## [WORK TO COMPLETE]
When you retype the records that follow, keep each word as it is and drop any pictures.

## [EXCERPTED RECORDS]

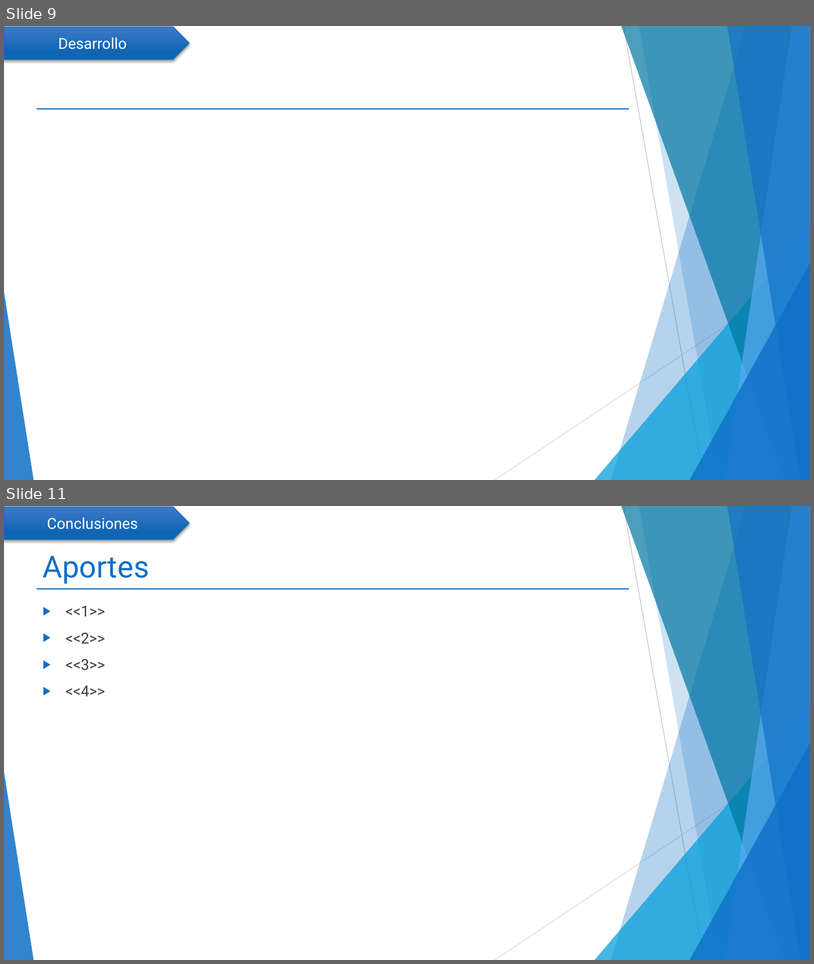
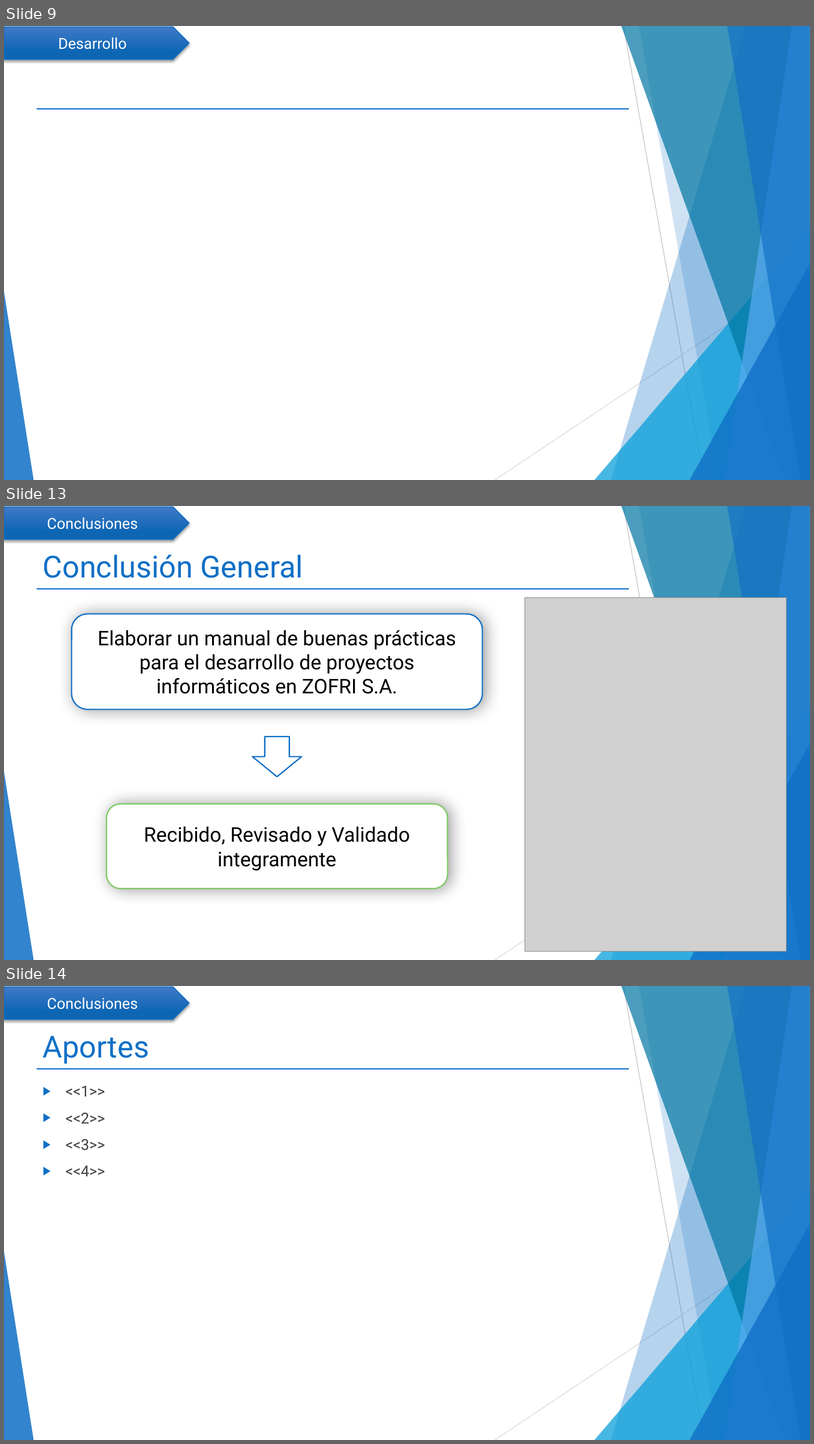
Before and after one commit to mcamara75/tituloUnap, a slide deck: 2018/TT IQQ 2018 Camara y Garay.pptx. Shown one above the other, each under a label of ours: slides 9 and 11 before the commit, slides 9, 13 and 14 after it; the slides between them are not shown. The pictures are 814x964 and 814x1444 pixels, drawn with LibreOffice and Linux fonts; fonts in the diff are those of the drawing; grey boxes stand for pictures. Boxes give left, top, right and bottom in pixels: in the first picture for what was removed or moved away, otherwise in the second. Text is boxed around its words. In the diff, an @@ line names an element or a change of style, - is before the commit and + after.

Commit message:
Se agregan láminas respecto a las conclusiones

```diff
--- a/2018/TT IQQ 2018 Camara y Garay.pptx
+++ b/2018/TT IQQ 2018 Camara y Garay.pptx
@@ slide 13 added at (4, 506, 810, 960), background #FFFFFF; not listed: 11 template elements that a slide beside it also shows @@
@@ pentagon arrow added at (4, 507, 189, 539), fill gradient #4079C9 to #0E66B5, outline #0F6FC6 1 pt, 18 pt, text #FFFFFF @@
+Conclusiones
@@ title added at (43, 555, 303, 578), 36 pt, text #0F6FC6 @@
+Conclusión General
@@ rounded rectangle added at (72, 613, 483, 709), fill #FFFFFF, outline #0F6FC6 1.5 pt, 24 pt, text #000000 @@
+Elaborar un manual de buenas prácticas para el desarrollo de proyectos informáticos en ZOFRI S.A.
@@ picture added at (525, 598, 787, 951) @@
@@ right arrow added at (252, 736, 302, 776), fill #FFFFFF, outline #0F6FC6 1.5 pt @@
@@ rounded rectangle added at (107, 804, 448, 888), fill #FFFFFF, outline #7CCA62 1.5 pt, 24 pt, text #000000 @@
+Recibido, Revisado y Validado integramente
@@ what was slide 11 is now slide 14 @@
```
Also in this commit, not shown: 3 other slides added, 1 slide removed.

## [WRITTEN RESPONSE]
Before and after one commit to mcamara75/tituloUnap, a slide deck: 2018/TT IQQ 2018 Camara y Garay.pptx. Shown one above the other, each under a label of ours: slides 9 and 11 before the commit, slides 9, 13 and 14 after it; the slides between them are not shown. The pictures are 814x964 and 814x1444 pixels, drawn with LibreOffice and Linux fonts; fonts in the diff are those of the drawing; grey boxes stand for pictures. Boxes give left, top, right and bottom in pixels: in the first picture for what was removed or moved away, otherwise in the second. Text is boxed around its words. In the diff, an @@ line names an element or a change of style, - is before the commit and + after.

Commit message:
Se agregan láminas respecto a las conclusiones

```diff
--- a/2018/TT IQQ 2018 Camara y Garay.pptx
+++ b/2018/TT IQQ 2018 Camara y Garay.pptx
@@ slide 13 added at (4, 506, 810, 960), background #FFFFFF; not listed: 11 template elements that a slide beside it also shows @@
@@ pentagon arrow added at (4, 507, 189, 539), fill gradient #4079C9 to #0E66B5, outline #0F6FC6 1 pt, 18 pt, text #FFFFFF @@
+Conclusiones
@@ title added at (43, 555, 303, 578), 36 pt, text #0F6FC6 @@
+Conclusión General
@@ rounded rectangle added at (72, 613, 483, 709), fill #FFFFFF, outline #0F6FC6 1.5 pt, 24 pt, text #000000 @@
+Elaborar un manual de buenas prácticas para el desarrollo de proyectos informáticos en ZOFRI S.A.
@@ picture added at (525, 598, 787, 951) @@
@@ right arrow added at (252, 736, 302, 776), fill #FFFFFF, outline #0F6FC6 1.5 pt @@
@@ rounded rectangle added at (107, 804, 448, 888), fill #FFFFFF, outline #7CCA62 1.5 pt, 24 pt, text #000000 @@
+Recibido, Revisado y Validado integramente
@@ what was slide 11 is now slide 14 @@
```
Also in this commit, not shown: 3 other slides added, 1 slide removed.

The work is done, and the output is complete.